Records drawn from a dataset
○ ○ ○

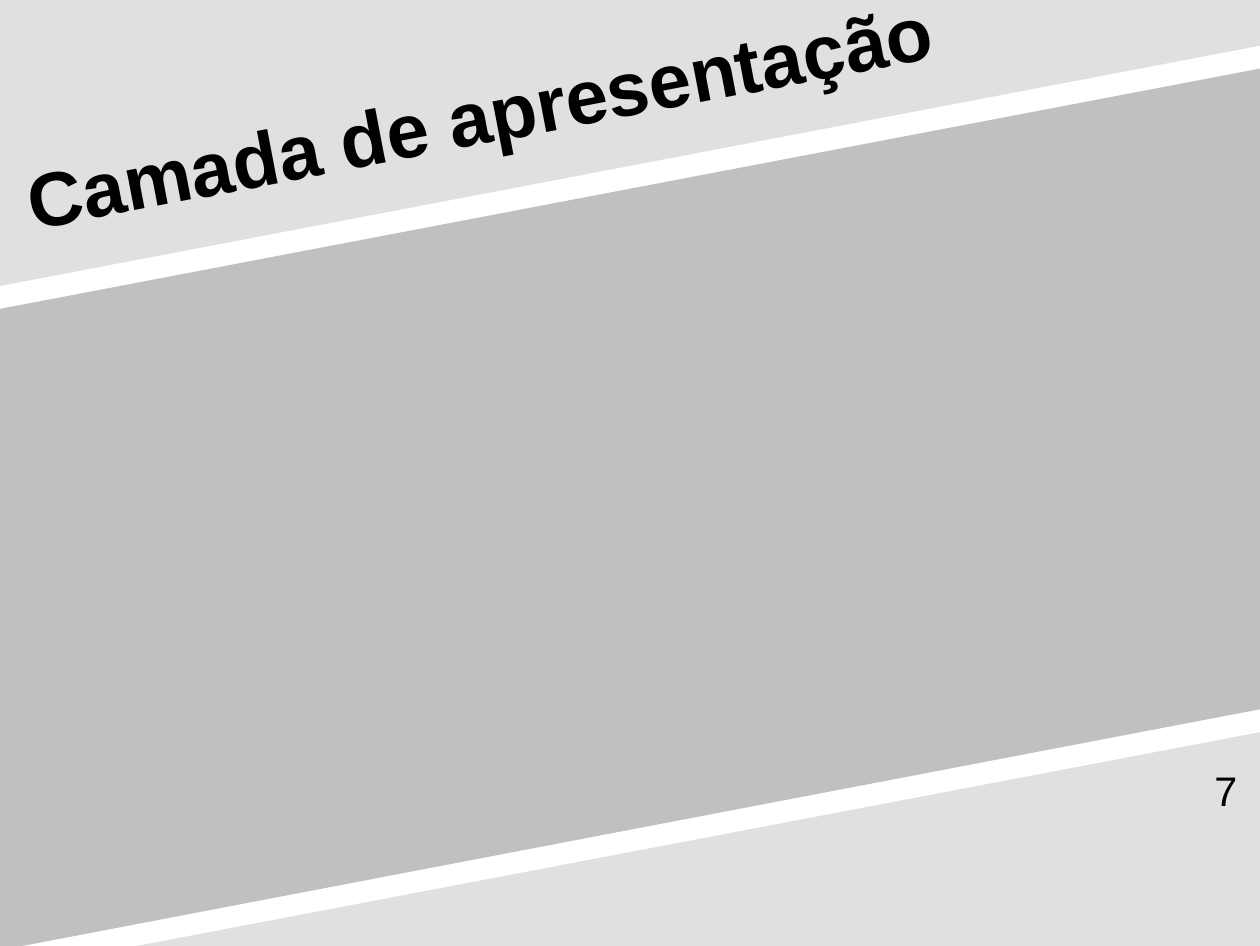
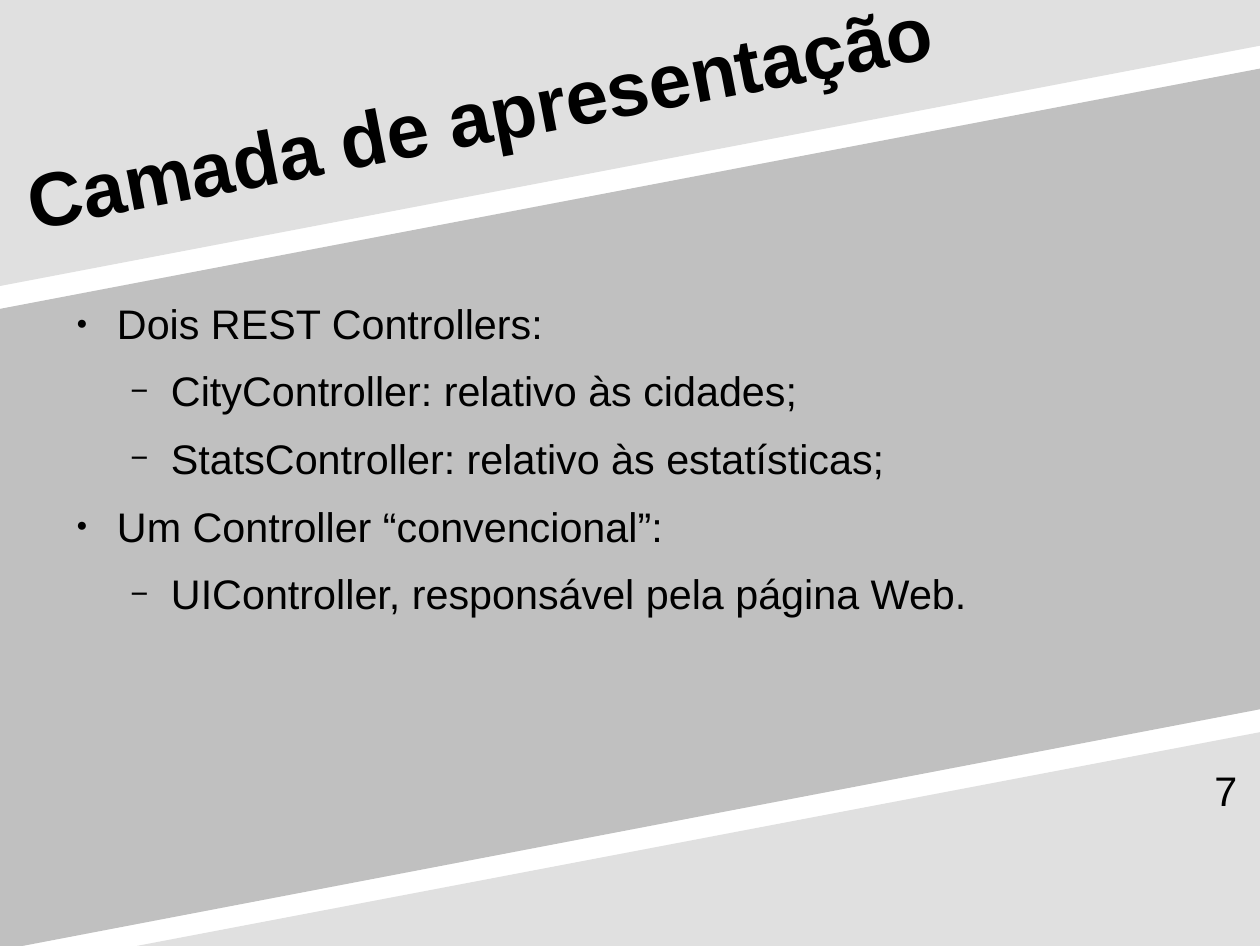
Before and after one commit to detiuaveiro/ies-project, a slide deck: slide 7 of Apresentação.odp. Drawn at 1260x946 pixels with LibreOffice and Linux fonts; fonts in the diff are those of the drawing. Boxes give left, top, right and bottom in pixels: in the first picture for what was removed or moved away, otherwise in the second. Text is boxed around its words. In the diff, an @@ line names an element or a change of style, - is before the commit and + after.

```diff
--- a/Apresentação.odp
+++ b/Apresentação.odp
@@ text added at bbox=[117, 309, 967, 617], 26 pt, text #000000 @@
+● Dois REST Controllers:
+  − CityController: relativo às cidades;
+  − StatsController: relativo às estatísticas;
+● Um Controller “convencional”:
+  − UIController, responsável pela página Web.
```
Also in this commit, not shown: 4 other slides changed, 4 slides added, 4 slides removed, 14 other files.

○ ○ ○

■ What you need to do
All that is needed is the data above, repeated exactly, without the pictures.

■ Solution to the exercise
Before and after one commit to detiuaveiro/ies-project, a slide deck: slide 7 of Apresentação.odp. Drawn at 1260x946 pixels with LibreOffice and Linux fonts; fonts in the diff are those of the drawing. Boxes give left, top, right and bottom in pixels: in the first picture for what was removed or moved away, otherwise in the second. Text is boxed around its words. In the diff, an @@ line names an element or a change of style, - is before the commit and + after.

```diff
--- a/Apresentação.odp
+++ b/Apresentação.odp
@@ text added at bbox=[117, 309, 967, 617], 26 pt, text #000000 @@
+● Dois REST Controllers:
+  − CityController: relativo às cidades;
+  − StatsController: relativo às estatísticas;
+● Um Controller “convencional”:
+  − UIController, responsável pela página Web.
```
Also in this commit, not shown: 4 other slides changed, 4 slides added, 4 slides removed, 14 other files.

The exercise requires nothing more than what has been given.